# Datenbankprogrammierung mit JComboBox



## jockijo (10. Feb 2010)

Hallo,

habe seit ca. 1 Jahr Wirtschaftsinformatik an einem Wirtschaftsgymnasium und habe gerade ein Projekt entwickelt.

Wenn ich in dem GUI-Fenster die Daten eingebe, soll es in die Tabelle von dem Programm Access rein (sry meine Wortwahl, kenn mich mit der Materie noch nicht so aus ^^). Nun aber folgendes Problem: Ich habe eine JComboBox eingefügt, damit ich auswählen kann, ob das Konto ein Aufwand oder ein Ertrag ist.
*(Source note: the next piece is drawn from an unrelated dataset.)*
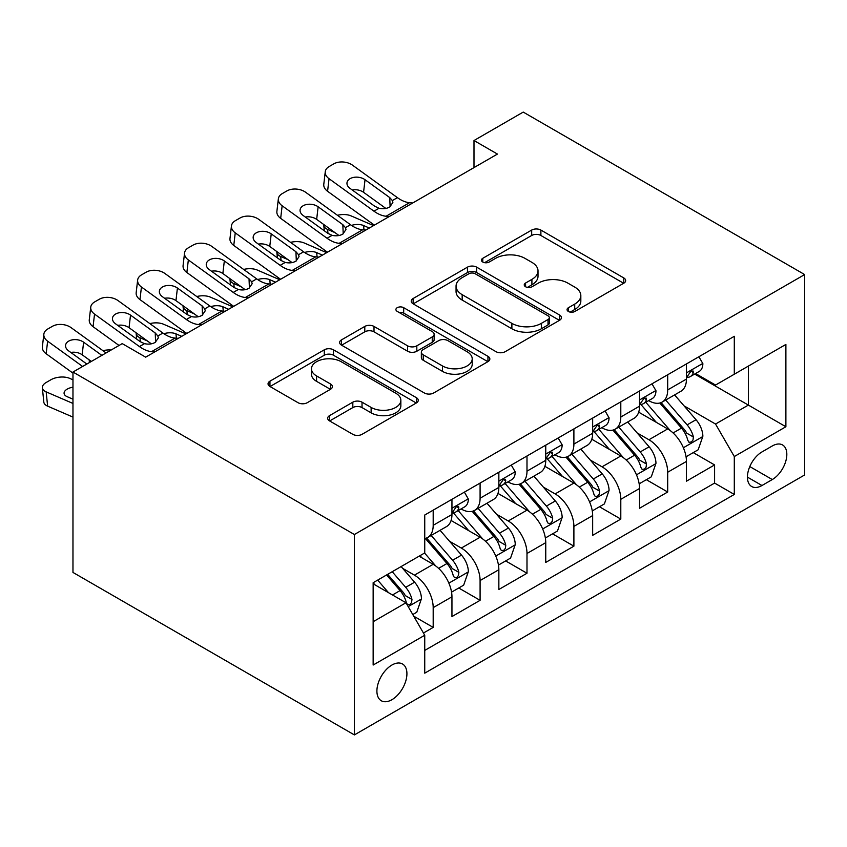 <?xml version="1.0" encoding="UTF-8"?>
<svg xmlns="http://www.w3.org/2000/svg" width="847" height="847" viewBox="0 0 847 847"><rect width="100%" height="100%" fill="white"/><g stroke="black" fill="none" stroke-linecap="round" stroke-linejoin="round"><path stroke-width="1.27" d="M568.39 311.474A4.553 2.636 0 0 0 574.838 311.474L623.752 283.226A6.511 3.759 0 0 0 625.658 280.569A6.511 3.759 0 0 0 623.752 277.911L540.884 230.066A6.511 3.759 0 0 0 531.683 230.066L482.769 258.314A4.553 2.636 0 0 0 481.424 260.177A4.553 2.636 0 0 0 482.769 262.03A4.553 2.636 0 0 0 489.206 262.03L495.537 258.377A20.836 12.027 0 0 1 525.002 258.377L531.905 262.369A20.836 12.027 0 0 1 538.014 270.871A20.836 12.027 0 0 1 531.905 279.372L525.574 283.036A4.553 2.636 0 0 0 524.24 284.888A4.553 2.636 0 0 0 525.574 286.752A4.553 2.636 0 0 0 532.022 286.752L538.353 283.099A20.836 12.027 0 0 1 567.818 283.099L574.721 287.08A20.836 12.027 0 0 1 580.83 295.592A20.836 12.027 0 0 1 574.721 304.094L568.39 307.747A4.553 2.636 0 0 0 567.056 309.61A4.553 2.636 0 0 0 568.39 311.474L568.39 307.747M391.907 699.707A21.228 12.25 120 0 0 405.777 680.999A21.228 12.25 120 0 0 402.526 663.995A21.228 12.25 120 0 0 391.907 665.043A21.228 12.25 120 0 0 378.048 683.751A21.228 12.25 120 0 0 381.298 700.755A21.228 12.25 120 0 0 391.907 699.707M329.578 415.602A6.511 3.759 0 0 0 327.662 418.259A6.511 3.759 0 0 0 329.578 420.917L352.818 434.331A6.511 3.759 0 0 0 362.029 434.331L416.353 402.971A6.511 3.759 0 0 0 418.259 400.313A6.511 3.759 0 0 0 416.353 397.656L333.485 349.811A6.511 3.759 0 0 0 324.274 349.811L269.949 381.171A6.511 3.759 0 0 0 268.044 383.839A6.511 3.759 0 0 0 269.949 386.497L298.038 402.706A6.511 3.759 0 0 0 307.249 402.706L330.499 389.281A6.511 3.759 0 0 0 332.405 386.624A6.511 3.759 0 0 0 330.499 383.966L316.566 375.93A17.416 10.058 0 0 1 311.463 368.816A17.416 10.058 0 0 1 322.22 359.53A17.416 10.058 0 0 1 341.193 361.711L395.75 393.199A17.416 10.058 0 0 1 400.853 400.313A17.416 10.058 0 0 1 390.107 409.599A17.416 10.058 0 0 1 371.124 407.428L362.029 402.177A6.511 3.759 0 0 0 352.818 402.177L329.578 415.602L329.578 420.917M804.65 274.566L523.234 112.09L473.992 140.528L497.443 154.069L145.673 357.159L122.222 343.617L72.969 372.045L354.385 534.521L804.65 274.566L804.65 474.955L354.385 734.91L354.385 534.521M496.003 351.674A6.511 3.759 0 0 0 505.204 351.674L559.528 320.304A6.511 3.759 0 0 0 561.434 317.646A6.511 3.759 0 0 0 559.528 314.989L476.66 267.154A6.511 3.759 0 0 0 467.459 267.154L413.135 298.515A6.511 3.759 0 0 0 411.229 301.172A6.511 3.759 0 0 0 413.135 303.829L496.003 351.674M399.075 312.458A4.553 2.636 0 0 1 403.691 313.104L403.691 307.683L487.946 356.322A6.511 3.759 0 0 1 489.852 358.98A6.511 3.759 0 0 1 487.946 361.637L433.622 393.008A6.511 3.759 0 0 1 424.411 393.008L341.542 345.163L341.542 339.848A6.511 3.759 0 0 0 339.636 342.506A6.511 3.759 0 0 0 341.542 345.163M341.542 339.848L364.792 326.423A6.511 3.759 0 0 1 374.003 326.423L407.608 345.83A6.511 3.759 0 0 0 416.819 345.83L432.235 336.926A6.511 3.759 0 0 0 434.14 334.258A6.511 3.759 0 0 0 432.235 331.601L397.254 311.4A4.553 2.636 0 0 1 395.909 309.547A4.553 2.636 0 0 1 398.725 307.112A4.553 2.636 0 0 1 403.691 307.683M423.447 633.027L433.188 627.405L413.717 616.171M402.643 568.348L414.427 575.145A26.532 15.32 60 0 1 433.188 607.638L451.949 596.807L451.949 616.574L480.09 600.322L458.746 588.009M449.545 541.265L461.329 548.062A26.532 15.32 60 0 1 480.09 580.555L498.851 569.724L498.851 589.491L526.993 573.25L505.648 560.926M496.448 514.182L508.232 520.979A26.532 15.32 60 0 1 526.993 553.483L545.754 542.652L545.754 562.419L573.895 546.167L552.551 533.843M543.351 487.11L555.134 493.907A26.532 15.32 60 0 1 573.895 526.4L592.656 515.569L592.656 535.336L620.798 519.084L599.454 506.771M590.253 460.027L602.037 466.824A26.532 15.32 60 0 1 620.798 499.317L639.559 488.486L639.559 508.253L667.69 492.012L667.69 472.245A26.532 15.32 -120 0 0 648.94 439.752L637.156 432.944M646.356 479.688L667.69 492.012M451.949 596.807A26.532 15.32 -120 0 0 433.188 564.314L419.117 556.183M498.851 569.724A26.532 15.32 -120 0 0 480.09 537.231L451.08 520.482M545.754 542.652A26.532 15.32 -120 0 0 526.993 510.148L497.983 493.409M592.656 515.569A26.532 15.32 -120 0 0 573.895 483.076L544.886 466.326M639.559 488.486A26.532 15.32 -120 0 0 620.798 455.993L591.788 439.244M772.284 445.977L761.972 451.938A20.561 11.869 120 0 0 748.536 470.053A20.561 11.869 120 0 0 751.691 486.527A20.561 11.869 120 0 0 761.972 485.511L772.284 479.55A20.561 11.869 120 0 0 785.72 461.435A20.561 11.869 120 0 0 782.564 444.961A20.561 11.869 120 0 0 772.284 445.977M373.146 621.719L405.978 602.757L424.739 635.261L424.739 673.164L734.296 494.447L734.296 456.533L715.535 424.04L684.058 405.872M424.739 635.261L373.146 665.043L373.146 582.725L424.739 552.932L424.739 515.029L734.296 336.301L734.296 374.215L785.889 344.433L785.889 426.75L734.296 456.533M461.075 508.931L461.329 509.068A26.532 15.32 60 0 0 474.595 510.381L493.356 499.55A26.532 15.32 -120 0 0 498.851 487.406L498.851 472.245M507.978 481.848L508.232 481.985A26.532 15.32 60 0 0 521.498 483.309L540.259 472.467A26.532 15.32 -120 0 0 545.754 460.323L545.754 445.162M554.88 454.765L555.134 454.913A26.532 15.32 60 0 0 568.401 456.226L587.162 445.395A26.532 15.32 -120 0 0 592.656 433.251L592.656 418.079M601.783 427.693L602.037 427.83A26.532 15.32 60 0 0 615.303 429.143L634.054 418.312A26.532 15.32 -120 0 0 639.559 406.168L639.559 391.007M424.739 650.422L714.593 483.076L714.593 464.929L686.451 481.181L686.451 461.414A26.532 15.32 -120 0 0 667.69 428.921L638.691 412.171M648.686 400.61L648.94 400.758A26.532 15.32 -120 0 0 662.195 402.071A26.532 15.32 -120 0 0 667.69 389.916L667.69 374.755M662.195 402.071L680.956 391.24A26.532 15.32 -120 0 0 686.451 379.085L686.451 363.924M433.188 510.148L433.188 525.32A26.532 15.32 60 0 1 427.693 537.464A26.532 15.32 60 0 1 424.739 538.533M427.693 537.464L446.454 526.633A26.532 15.32 -120 0 0 451.949 514.489L451.949 499.317M480.09 483.076L480.09 498.237A26.532 15.32 60 0 1 474.595 510.381M526.993 455.993L526.993 471.154A26.532 15.32 60 0 1 521.498 483.309M573.895 428.91L573.895 444.082A26.532 15.32 60 0 1 568.401 456.226M620.798 401.838L620.798 416.999A26.532 15.32 60 0 1 615.303 429.143M620.798 499.317L620.798 519.084M573.895 526.4L573.895 546.167M526.993 553.483L526.993 573.25M480.09 580.555L480.09 600.322M433.188 607.638L433.188 627.405M405.978 602.757L373.146 583.805M715.535 424.04L748.367 405.088L748.367 366.095L785.889 344.433M694.656 374.078L785.889 426.75M695.588 373.538L715.535 385.046L734.296 374.215M72.969 372.045L72.969 572.434L354.385 734.91M473.992 140.528L473.992 167.6M693.259 452.616L714.593 464.929M714.593 483.076L734.296 494.447M570.211 312.109L574.721 309.515A20.836 12.027 0 0 0 580.83 301.003L580.83 295.592M538.014 270.871L538.014 276.291A20.836 12.027 0 0 1 531.905 284.793L527.395 287.398M623.667 283.279L540.884 235.487A6.511 3.759 0 0 0 531.683 235.487L484.59 262.676M559.443 320.357L476.66 272.565A6.511 3.759 0 0 0 467.459 272.565L413.22 303.882M548.02 319.51A4.553 2.636 0 0 0 549.354 317.646A4.553 2.636 0 0 0 548.02 315.793L475.283 273.793A4.553 2.636 0 0 0 468.836 273.793L462.166 277.647A20.836 12.027 0 0 0 456.057 286.159A20.836 12.027 0 0 0 462.166 294.661L511.884 323.363A20.836 12.027 0 0 0 541.349 323.363L548.02 319.51L548.02 324.93A4.553 2.636 0 0 0 549.354 323.067L549.354 317.646M456.057 286.159L456.057 291.569A20.836 12.027 0 0 0 462.166 300.071L462.166 294.661M548.02 324.93L541.349 328.784A20.836 12.027 0 0 1 511.884 328.784L462.166 300.071M341.627 345.205L364.792 331.833L364.792 326.423M434.14 334.258L434.14 339.679A6.511 3.759 0 0 1 432.235 342.336L416.819 351.24A6.511 3.759 0 0 1 407.608 351.24L374.003 331.833A6.511 3.759 0 0 0 364.792 331.833M403.691 313.104L487.861 361.69M442.483 365.957A17.416 10.058 0 0 0 461.456 368.138A17.416 10.058 0 0 0 472.213 358.853A17.416 10.058 0 0 0 467.11 351.738L447.894 340.642A6.511 3.759 0 0 0 438.682 340.642L423.256 349.546A6.511 3.759 0 0 0 421.351 352.204A6.511 3.759 0 0 0 423.256 354.861L442.483 365.957L442.483 371.378A17.416 10.058 0 0 0 461.456 373.559A17.416 10.058 0 0 0 472.213 364.263L472.213 358.853M421.351 352.204L421.351 357.625A6.511 3.759 0 0 0 423.256 360.282L423.256 354.861M442.483 371.378L423.256 360.282M400.853 400.313L400.853 405.734A17.416 10.058 0 0 1 390.107 415.019A17.416 10.058 0 0 1 371.124 412.838L362.029 407.587A6.511 3.759 0 0 0 352.818 407.587L329.663 420.959M311.463 368.816L311.463 374.236A17.416 10.058 0 0 0 316.566 381.341L316.566 375.93M330.404 389.334L316.566 381.341M416.269 403.024L333.485 355.232A6.511 3.759 0 0 0 324.274 355.232L270.045 386.539M686.059 456.766L698.182 449.768L702.872 436.226A17.575 10.153 -120 0 0 696.022 419.72L674.593 394.914M373.559 225.588L351.029 215.869A13.266 6.638 -5.9 0 0 337.455 215.286M670.305 430.636L645.806 402.272M334.872 232.554L327.577 229.41L328.001 233.454M656.361 422.378L642.153 405.914A42.117 24.319 -120 0 0 640.84 404.453M659.813 403.024L681.486 428.116A17.575 10.153 60 0 1 687.753 440.228L689.034 442.314L691.406 441.975L692.994 440.038L693.386 436.978A17.575 10.153 -120 0 0 687.118 424.866L665.689 400.059M661.084 402.611L684.376 429.577A8.957 5.167 60 0 1 686.631 433.082L693.386 436.978M323.776 224.529A13.266 6.638 -5.9 0 0 323.766 225.344A13.266 6.638 -5.9 0 0 327.577 229.41M351.484 225.408A10.609 5.315 174.1 0 1 363.564 225.535L369.334 228.023M389.281 216.514L386.084 216.239A33.16 19.153 60 0 1 373.961 211.189L329.049 178.706L327.577 191.284A13.266 8.555 -173.3 0 1 323.787 184.339L325.259 171.75A13.266 8.555 6.7 0 0 329.049 178.706M374.406 225.101A49.751 28.724 60 0 1 372.489 223.767L327.577 191.284M698.881 356.746L702.872 363.649A17.575 10.153 60 0 1 699.23 371.431L690.316 376.576A17.575 10.153 -120 0 0 693.386 372.532L693.015 370.965L690.813 371.41L687.753 375.772A17.575 10.153 60 0 1 686.451 378.281M412.733 202.973L409.535 202.698A33.16 19.153 60 0 1 397.412 197.647L352.5 165.165A13.266 8.555 6.7 0 0 333.813 163.852L329.123 166.563A13.266 8.555 6.7 0 0 325.259 171.75M390.118 206.753L389.736 197.584L392.362 200.559L392.87 202.475L389.768 206.954C386.666 208.722 383.088 209.167 379.011 208.267L374.723 206.245L350.023 188.383A10.609 6.85 -173.3 0 1 346.984 182.814A10.609 6.85 -173.3 0 1 350.086 178.664A10.609 6.85 -173.3 0 1 365.036 179.723L363.564 192.301L385.851 208.426M363.564 192.301A10.609 6.85 6.7 0 0 352.214 189.972M389.736 197.584L365.036 179.723M687.044 377.402L687.118 377.402A17.575 10.153 -120 0 0 690.316 376.576M639.157 483.838L651.279 476.85L655.97 463.309A17.575 10.153 -120 0 0 649.12 446.803L627.691 421.986M326.656 252.66L304.126 242.941A13.266 6.638 -5.9 0 0 290.553 242.358M623.403 457.708L598.903 429.355M287.969 259.627L280.675 256.482L281.098 260.527M609.459 449.45L595.25 432.997A42.117 24.319 -120 0 0 593.938 431.525M612.91 430.096L634.583 455.199A17.575 10.153 60 0 1 640.851 467.3L642.132 469.386L644.503 469.058L646.092 467.121L646.483 464.05A17.575 10.153 -120 0 0 640.216 451.949L618.786 427.132M614.181 429.694L637.473 456.66A8.957 5.167 60 0 1 639.729 460.154L646.483 464.05M276.874 251.612A13.266 6.638 -5.9 0 0 276.863 252.427A13.266 6.638 -5.9 0 0 280.675 256.482M304.581 252.491A10.609 5.315 174.1 0 1 316.662 252.607L322.432 255.106M592.254 510.921L604.377 503.923L609.067 490.381A17.575 10.153 -120 0 0 602.217 473.875L580.788 449.069M279.754 279.743L257.223 270.024A13.266 6.638 -5.9 0 0 243.65 269.441M576.5 484.791L552 456.427M241.067 286.71L233.772 283.565L234.196 287.609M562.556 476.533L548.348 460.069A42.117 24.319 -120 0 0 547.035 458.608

Wenn es dann abgespeichert werden soll, erscheint in der Access-Tabelle der Wert null (siehe Anlage). Ebenso funktioniert auch leider der Erhöhen (soll den Betrag erhöhen) und der Button Vermindern nicht. Habt ihr ne Idee was ich falsch gemacht haben könnte?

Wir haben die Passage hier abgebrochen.